SEPARATION FROM THE WORLD
Taking their cues from the Bible, the Amish divide the social world into two categories: the straight, narrow way to life and the broad, easy road to destruction. The Amish seek to embody the straight and narrow way of self-denial, while the larger social world represents the broad, easy path of vanity and vice. To the Amish, the term world refers not to the globe but to the entire social system outside Amish society—its people, values, vices, and institutions—in short, to modernity itself. Sectarian groups typically oppose the dominant social order. The Amish contrast church with world, Amish with non-Amish, and “our people” with “outsiders.” A leader put it simply: “If you’re not Amish, you’re English and part of the world.” Even the five-year-old son of an Amish hat maker said: “We sell most of them to our people, but a few of them to the English.” Such a simple division of the social terrain is common even in the modern mind, where capitalism is pitted against socialism, Republican against Democrat, and alien against citizen.

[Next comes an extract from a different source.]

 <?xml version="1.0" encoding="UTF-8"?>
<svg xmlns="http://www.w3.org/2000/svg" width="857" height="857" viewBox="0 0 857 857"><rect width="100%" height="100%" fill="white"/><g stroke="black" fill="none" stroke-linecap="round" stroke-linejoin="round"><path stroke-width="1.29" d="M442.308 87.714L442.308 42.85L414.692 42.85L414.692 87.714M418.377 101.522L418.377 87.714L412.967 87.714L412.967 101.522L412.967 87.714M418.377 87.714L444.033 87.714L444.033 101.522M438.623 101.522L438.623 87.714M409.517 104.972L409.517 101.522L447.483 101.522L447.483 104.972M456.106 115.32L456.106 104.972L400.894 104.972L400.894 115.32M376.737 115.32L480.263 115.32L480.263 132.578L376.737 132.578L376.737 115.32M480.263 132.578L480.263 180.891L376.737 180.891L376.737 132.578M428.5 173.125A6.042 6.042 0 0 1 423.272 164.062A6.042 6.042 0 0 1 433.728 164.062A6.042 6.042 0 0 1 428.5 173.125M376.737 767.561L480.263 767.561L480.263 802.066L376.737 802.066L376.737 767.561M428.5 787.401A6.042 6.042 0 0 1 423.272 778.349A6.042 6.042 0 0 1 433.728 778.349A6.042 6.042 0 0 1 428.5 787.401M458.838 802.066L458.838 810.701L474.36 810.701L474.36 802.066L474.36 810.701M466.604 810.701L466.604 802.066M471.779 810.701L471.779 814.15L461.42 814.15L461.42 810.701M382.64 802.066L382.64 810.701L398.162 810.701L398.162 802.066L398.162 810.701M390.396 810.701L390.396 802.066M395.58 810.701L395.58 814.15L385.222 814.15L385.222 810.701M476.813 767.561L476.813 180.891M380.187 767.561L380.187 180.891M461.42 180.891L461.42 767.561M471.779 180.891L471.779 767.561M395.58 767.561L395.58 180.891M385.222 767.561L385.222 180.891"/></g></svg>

The values of a worldly system that savors individualism, relativism, and fragmentation threaten the spirit of Gelassenheit. The larger social system serves as a negative reference point for perverted values. Daily press reports of government scandal, drug abuse, violent crime, divorce, war, greed, homosexuality, and child abuse confirm again and again in the Amish mind that the world is teeming with evil. Asked one Amish writer, “If we have to read the sickening details of one more war, rape, robbery, murder, riot or famine, or hear the gory report of one more senseless automobile crash, what shall it profit us if we hear of a thousand more?”29 Just as the fear of aggression intensifies American patriotism, so the fear of an evil world strengthens Amish solidarity.
This sharp dualism between church and world crystallized in the sixteenth century, when many Anabaptists were tortured and executed. An early Anabaptist theological statement, written in 1527, underscored the deep chasm between the church and the world: “All of those who have fellowship with the dead works of darkness have no part in the light. Thus all who follow the devil and the world, have no part with those who are called out of the world into God.”30
The split between church and world, imprinted in Amish consciousness by decades of persecution, is legitimated by Scripture. Using biblical imagery, the Amish see the church as “a chosen generation, a royal priesthood, a holy nation, a peculiar people . . . who were called out of the darkness” (1 Pet. 2:9).31 The Scripture admonishes them not to “conform to the world” (Rom. 12:2), and to “love not the world or the things of the world” (1 John 2:15). Moreover, “Whosoever . . . will be a friend of the world is an enemy of God” (Jas. 4:4). One Amishman said: “Jesus through his direct plea has commanded us to come out from the world, and be separated, and touch not the unclean things.... In other words, we shall not be conformed to this world, but be transformed.”32
To the Amish, worldliness denotes a whole host of specific behaviors, objects, and lifestyles. High school, cars, computers, cameras, video recorders, television, films, showy houses, and bicycles, all tagged “worldly,” are censured. However, the term worldly is a slippery one, for its meaning evolves over time. White enamel stoves and bathtubs, for instance, were obvious signs of worldliness in the 1940s. Today modern gas stoves and bathtubs are common in Amish homes. Many children and even some adults wear sneakers, which were once forbidden. The term also provides symbolic boundary markers for the Amish moral order. For example, white commercial cigarettes are forbidden but thin “Winchester” cigars in brown wrappers are acceptable.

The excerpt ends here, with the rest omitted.